Nor, he said, do many religious Bosnians venture outside the mosque to places
like Piccolo Caffe, a restaurant and nightclub popular with young Bosnians who
embrace a largely secular Muslim identity.
A new Muslim cultural center is being built on the north side of Chicago to draw
Bosnians who do not attend the suburban mosque. But Imam Senad Agic is not sure
it will reach those most in need. “I think we have not done enough to reach out
to people,” he said. “I will certainly go there. But I just do not know. Our way
is to appeal to the souls of the people who come to us.”
Within the more secular group, too, there are conflicts. When Mr. Mahic
suggested at the library meeting that their group also welcome Bosnian Serbs and
Croats, the mood quickly shifted.
“Maybe you didn’t see people in your family die in the war,” responded one
woman, nearly in tears. “I am sorry, but many Bosnian Muslims will not come if
that is the way it is going to be.”
Amela Guso, 21, a college student born in Srebrenica, site of a 1995 massacre of
Bosnian Muslims, sat silent but tense during the exchange. “My father’s
brothers, cousins, so many family members were killed in the genocide,” she said
later. “How can you expect people to just say, ‘O.K., let’s have dinner and hang
out with these people?’ ”
Still, she said, she supports the basic goals of the group.

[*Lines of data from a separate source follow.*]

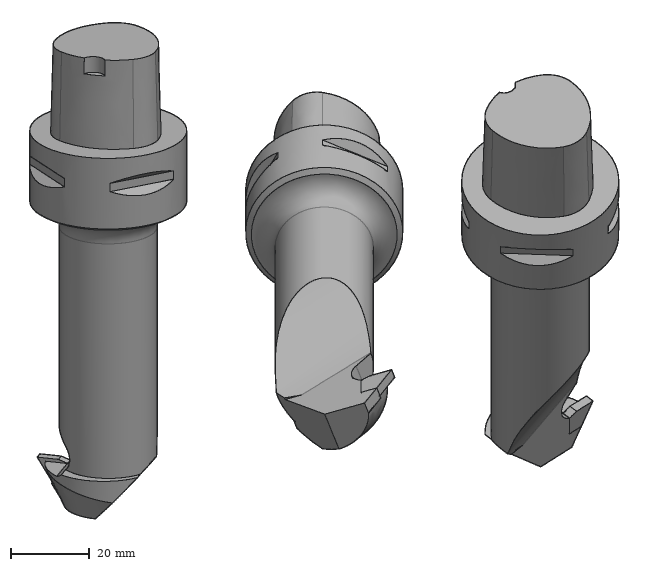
import cadquery as cq
import math


taper_height = 24.0
taper_draft = 0.6
lobe_reach = 14.8
side_reach = 13.3
lobe_center_distance = 5.9

notch_radius = 3.0
notch_depth = 4.3
notch_center_y = -13.8

flange_radius = 20.0
flange_height = 19.2
groove_count = 4
groove_z = -7.9
groove_floor_distance = 17.7
groove_floor_height = 2.3
groove_mouth_height = 5.8

shank_diameter = 25.0
shank_radius = shank_diameter / 2
fillet_radius = 6.0
fillet_start_z = -20.1

tip_z = -101.6
head_height = 11.7
ledge_z = tip_z + head_height
head_radius = 15.0
head_center_x = -1.19
cone_tip_radius = 11.3
cone_ledge_radius = 17.5
cone_tip_x = 0.0
cone_ledge_x = 1.0
flank_tip_x = -10.8
cutting_point_x = -18.1

clearance_z = -86.5
clearance_fall = 29.2
clearance_radius = 50.0
clearance_start = 12.6
clearance_end = 45.0

bevel_top_x = 12.5
bevel_top_z = -87.7
bevel_tip_x = -0.1

pocket_center_x = -11.5
pocket_center_z = -86.8
pocket_radius = 4.3
pocket_floor_drop = 0.9
pocket_floor_z = ledge_z - pocket_floor_drop

insert_thickness = 2.5
support_thickness = 3.3
insert_height = 6.4
seat_z = ledge_z - insert_height
insert_flat_end_x = -12.4
insert_back_x = -9.9

margin = 50.2


def polar(distance, angle):
    return (distance * math.cos(math.radians(angle)), distance * math.sin(math.radians(angle)))


def flank_x(z):
    return flank_tip_x + (cutting_point_x - flank_tip_x) * (z - tip_z) / head_height


def make_taper():
    twice_gap = 2 * (lobe_reach - side_reach)
    side_center_distance = (twice_gap * lobe_center_distance - (twice_gap / 2) ** 2) / (
        lobe_center_distance - twice_gap
    )
    lobe_radius = lobe_reach - lobe_center_distance
    side_x, side_y = polar(side_center_distance, 240)
    tangent_angle = math.atan2(-side_y, lobe_center_distance - side_x)
    joint_x = lobe_center_distance + lobe_radius * math.cos(tangent_angle)
    joint_y = lobe_radius * math.sin(tangent_angle)
    joint_distance = math.hypot(joint_x, joint_y)
    joint_angle = math.degrees(math.atan2(joint_y, joint_x))

    outline = cq.Workplane("XY").moveTo(*polar(joint_distance, 90 - joint_angle))
    for lobe_angle in (90, 210, 330):
        outline = outline.threePointArc(
            polar(lobe_reach, lobe_angle), polar(joint_distance, lobe_angle + joint_angle)
        )
        outline = outline.threePointArc(
            polar(side_reach, lobe_angle + 60), polar(joint_distance, lobe_angle + 120 - joint_angle)
        )
    draft_angle = math.degrees(math.atan2(taper_draft, taper_height))
    taper = outline.close().extrude(taper_height, taper=draft_angle)
    notch = (
        cq.Workplane("XY", origin=(0, notch_center_y, taper_height - notch_depth))
        .circle(notch_radius)
        .extrude(notch_depth)
    )
    return taper.cut(notch)


def make_turned_body():
    fillet_edge = shank_radius + fillet_radius
    fillet_end_z = fillet_start_z - fillet_radius
    arc_offset = fillet_radius * math.sqrt(0.5)
    return (
        cq.Workplane("XZ")
        .lineTo(flange_radius, 0)
        .lineTo(flange_radius, -flange_height)
        .lineTo(fillet_edge, fillet_start_z)
        .threePointArc((fillet_edge - arc_offset, fillet_end_z + arc_offset), (shank_radius, fillet_end_z))
        .lineTo(shank_radius, ledge_z)
        .lineTo(0, ledge_z)
        .close()
        .revolve(360, (0, 0, 0), (0, 1, 0))
    )


def make_gripper_groove(angle):
    depth = flange_radius - groove_floor_distance
    half_floor = groove_floor_height / 2
    half_mouth = groove_mouth_height / 2
    half_outer = 2 * half_mouth - half_floor
    groove = (
        cq.Workplane("XZ")
        .moveTo(groove_floor_distance, groove_z - half_floor)
        .lineTo(groove_floor_distance + 2 * depth, groove_z - half_outer)
        .lineTo(groove_floor_distance + 2 * depth, groove_z + half_outer)
        .lineTo(groove_floor_distance, groove_z + half_floor)
        .close()
        .extrude(flange_radius, both=True)
    )
    return groove.rotate((0, 0, 0), (0, 0, 1), angle)


def make_head():
    cylinder = (
        cq.Workplane("XY", origin=(head_center_x, 0, tip_z)).circle(head_radius).extrude(head_height)
    )
    cone = (
        cq.Workplane("XY", origin=(0, 0, tip_z))
        .center(cone_tip_x, 0)
        .circle(cone_tip_radius)
        .workplane(offset=head_height)
        .center(cone_ledge_x - cone_tip_x, 0)
        .circle(cone_ledge_radius)
        .loft(ruled=True)
    )
    flank_side = (
        cq.Workplane("XZ")
        .moveTo(flank_tip_x, tip_z)
        .lineTo(cutting_point_x, ledge_z)
        .lineTo(margin, ledge_z)
        .lineTo(margin, tip_z)
        .close()
        .extrude(margin)
    )
    return cylinder.intersect(cone).intersect(flank_side)


def make_insert_support():
    return (
        cq.Workplane("XZ")
        .moveTo(flank_tip_x, tip_z)
        .lineTo(flank_x(seat_z), seat_z)
        .lineTo(insert_back_x, seat_z)
        .lineTo(insert_back_x, tip_z)
        .close()
        .extrude(support_thickness)
    )


def make_clearance_cut():
    fall = math.radians(clearance_fall)
    ridge = cq.Plane(
        origin=(0, 0, clearance_z), xDir=(0, 1, 0), normal=(math.cos(fall), 0, -math.sin(fall))
    )
    start_x, start_y = polar(clearance_radius, 180 - clearance_start)

    def arc_point(angle):
        arc_x, arc_y = polar(clearance_radius, 180 - angle)
        return (arc_x - start_x, arc_y - start_y)

    middle = (clearance_start + clearance_end) / 2
    end_point = arc_point(clearance_end)
    return (
        cq.Workplane(ridge)
        .threePointArc(arc_point(middle), end_point)
        .lineTo(end_point[0], -margin)
        .lineTo(0, -margin)
        .close()
        .extrude(margin, both=True)
    )


def make_bevel_cut():
    slope_x = bevel_top_x - bevel_tip_x
    slope_z = bevel_top_z - tip_z
    return (
        cq.Workplane("XZ")
        .moveTo(bevel_tip_x - slope_x, tip_z - slope_z)
        .lineTo(bevel_top_x + slope_x, bevel_top_z + slope_z)
        .lineTo(bevel_top_x + slope_x, tip_z - slope_z)
        .close()
        .extrude(margin, both=True)
    )


def make_chip_pocket():
    tangent_offset = pocket_radius * math.sqrt(0.5)
    roof_x = pocket_center_x + tangent_offset
    roof_z = pocket_center_z + tangent_offset
    center_height = pocket_center_z - pocket_floor_z
    floor_x = pocket_center_x + math.sqrt(pocket_radius**2 - center_height**2)
    return (
        cq.Workplane("XZ")
        .moveTo(roof_x, roof_z)
        .threePointArc((pocket_center_x + pocket_radius, pocket_center_z), (floor_x, pocket_floor_z))
        .lineTo(roof_x - margin, pocket_floor_z)
        .lineTo(roof_x - margin, roof_z + margin)
        .close()
        .extrude(margin, both=True)
    )


def make_insert():
    return (
        cq.Workplane("XZ")
        .moveTo(cutting_point_x, ledge_z)
        .lineTo(insert_flat_end_x, ledge_z)
        .lineTo(insert_back_x, pocket_floor_z)
        .lineTo(insert_back_x, seat_z)
        .lineTo(flank_x(seat_z), seat_z)
        .close()
        .extrude(insert_thickness)
    )


def make_holder(insert):
    holder = make_turned_body().union(make_taper()).union(make_head()).union(make_insert_support())
    for index in range(groove_count):
        holder = holder.cut(make_gripper_groove(45 + index * 360 / groove_count))
    holder = holder.cut(make_clearance_cut()).cut(make_bevel_cut()).cut(make_chip_pocket())
    return holder.cut(insert)


insert = make_insert()
holder = make_holder(insert)
result = cq.Compound.makeCompound([holder.solids().val(), insert.val()])
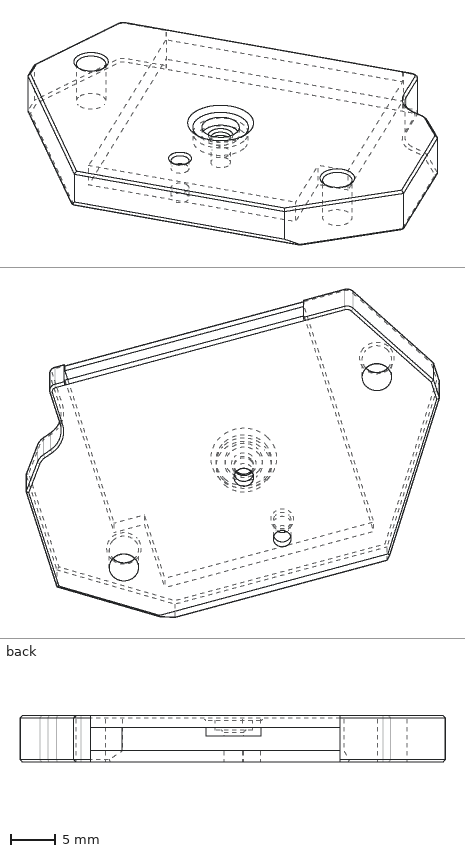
import cadquery as cq

length = 48.0
width = 31.9
thickness = 5.3
edge_chamfer = 0.3
front_bevel = 1.3

left_side_low = 18.0
left_side_high = 20.35
front_left = 11.45
front_right = 36.45
right_side_low = 7.8
right_side_high = 20.1
back_left = 6.5
back_right = 41.95
shoulder_inner_y = 25.0
shoulder_outer = (45.4, 23.7)

back_left_radius = 1.0
back_right_radius = 0.8
shoulder_inner_radius = 3.0
shoulder_outer_radius = 2.0

mouth_left = 11.9
mouth_right = 40.05
lip_setback = edge_chamfer
skin = 1.35
cavity_front = 3.85
cavity_step_x = 36.5
cavity_step_y = 12.0

mount_diameter = 3.3
mount_centers = [(6.0, 22.6), (40.05, 8.1)]
pin_diameter = 2.0
pin_center = (21.9, 6.5)
rim_chamfer = 0.3

center_hole = (23.9, 15.0)
recess_diameter = 7.45
recess_depth = 0.6
counterbore_diameter = 4.2
counterbore_depth = 1.05
bore_diameter = 2.2
boss_diameter = 6.25
boss_depth = 2.35


def make_plate():
    corners = [
        (0, left_side_low),
        (front_left, 0),
        (front_right, 0),
        (length, right_side_low),
        (length, right_side_high),
        shoulder_outer,
        (back_right, shoulder_inner_y),
        (back_right, width),
        (back_left, width),
        (0, left_side_high),
    ]
    rounded_corners = [
        ((back_left, width), back_left_radius),
        ((back_right, width), back_right_radius),
        ((back_right, shoulder_inner_y), shoulder_inner_radius),
        (shoulder_outer, shoulder_outer_radius),
    ]
    plate = cq.Workplane("XY").polyline(corners).close().extrude(thickness)
    for (x, y), radius in rounded_corners:
        nearest = cq.selectors.NearestToPointSelector((x, y, thickness / 2))
        plate = plate.edges("|Z").edges(nearest).fillet(radius)
    return plate.faces("<Z or >Z").edges().chamfer(edge_chamfer)


def make_front_bevel():
    profile = [(0, 0), (front_bevel, 0), (0, front_bevel)]
    return cq.Workplane("YZ").polyline(profile).close().extrude(length)


def make_lip_setback():
    size = (mouth_right - mouth_left, lip_setback, thickness)
    corner = (mouth_left, width - lip_setback, 0)
    return cq.Workplane("XY").box(*size, centered=False).translate(corner)


def make_cavity():
    """Space between the two skins, stepped clear of the right mounting hole, less the centre boss."""
    outline = [
        (mouth_left, width),
        (mouth_left, cavity_front),
        (cavity_step_x, cavity_front),
        (cavity_step_x, cavity_step_y),
        (mouth_right, cavity_step_y),
        (mouth_right, width),
    ]
    floor = cq.Workplane("XY").workplane(offset=skin)
    cavity = floor.polyline(outline).close().extrude(thickness - 2 * skin)
    boss_end = cq.Workplane("XY").workplane(offset=thickness - boss_depth)
    boss = boss_end.center(*center_hole).circle(boss_diameter / 2).extrude(boss_depth)
    return cavity.cut(boss)


def make_bore(center, profile):
    """Revolve (radius, depth below the top face) steps about a vertical axis."""
    points = [(radius, thickness - depth) for radius, depth in profile]
    outline = [(0, thickness)] + points + [(0, 0)]
    bore = cq.Workplane("XZ").polyline(outline).close().revolve(axisStart=(0, 0), axisEnd=(0, 1))
    return bore.translate((*center, 0))


def make_rimmed_hole(center, diameter):
    radius = diameter / 2
    profile = [
        (radius + rim_chamfer, 0),
        (radius, rim_chamfer),
        (radius, thickness),
    ]
    return make_bore(center, profile)


def make_center_hole():
    recess_radius = recess_diameter / 2
    counterbore_radius = counterbore_diameter / 2
    bore_radius = bore_diameter / 2
    counterbore_floor = recess_depth + counterbore_depth
    profile = [
        (recess_radius, 0),
        (recess_radius - recess_depth, recess_depth),
        (counterbore_radius, recess_depth),
        (counterbore_radius, counterbore_floor),
        (bore_radius + rim_chamfer, counterbore_floor),
        (bore_radius, counterbore_floor + rim_chamfer),
        (bore_radius, thickness),
    ]
    return make_bore(center_hole, profile)


result = make_plate().cut(make_front_bevel()).cut(make_lip_setback()).cut(make_cavity())
for mount_center in mount_centers:
    result = result.cut(make_rimmed_hole(mount_center, mount_diameter))
result = result.cut(make_rimmed_hole(pin_center, pin_diameter)).cut(make_center_hole())

Adis is struggling to straighten his life out, he said. He says he wants to
return to school for his high school diploma, though he has yet to take
meaningful steps to do so. He said his priority was to get back his driver’s
license, revoked after several drunken-driving and drug charges. Had there been
such a support group when he was in school, he said, he may have listened to
them. Maybe he could still use some advice, he added.
“It’s always better to have the same-age people,” he said. “They’re living it.
You can hear from them and learn. If you’re going to run the wrong path you just
find there is nothing there. You’re just going to hit the wall.”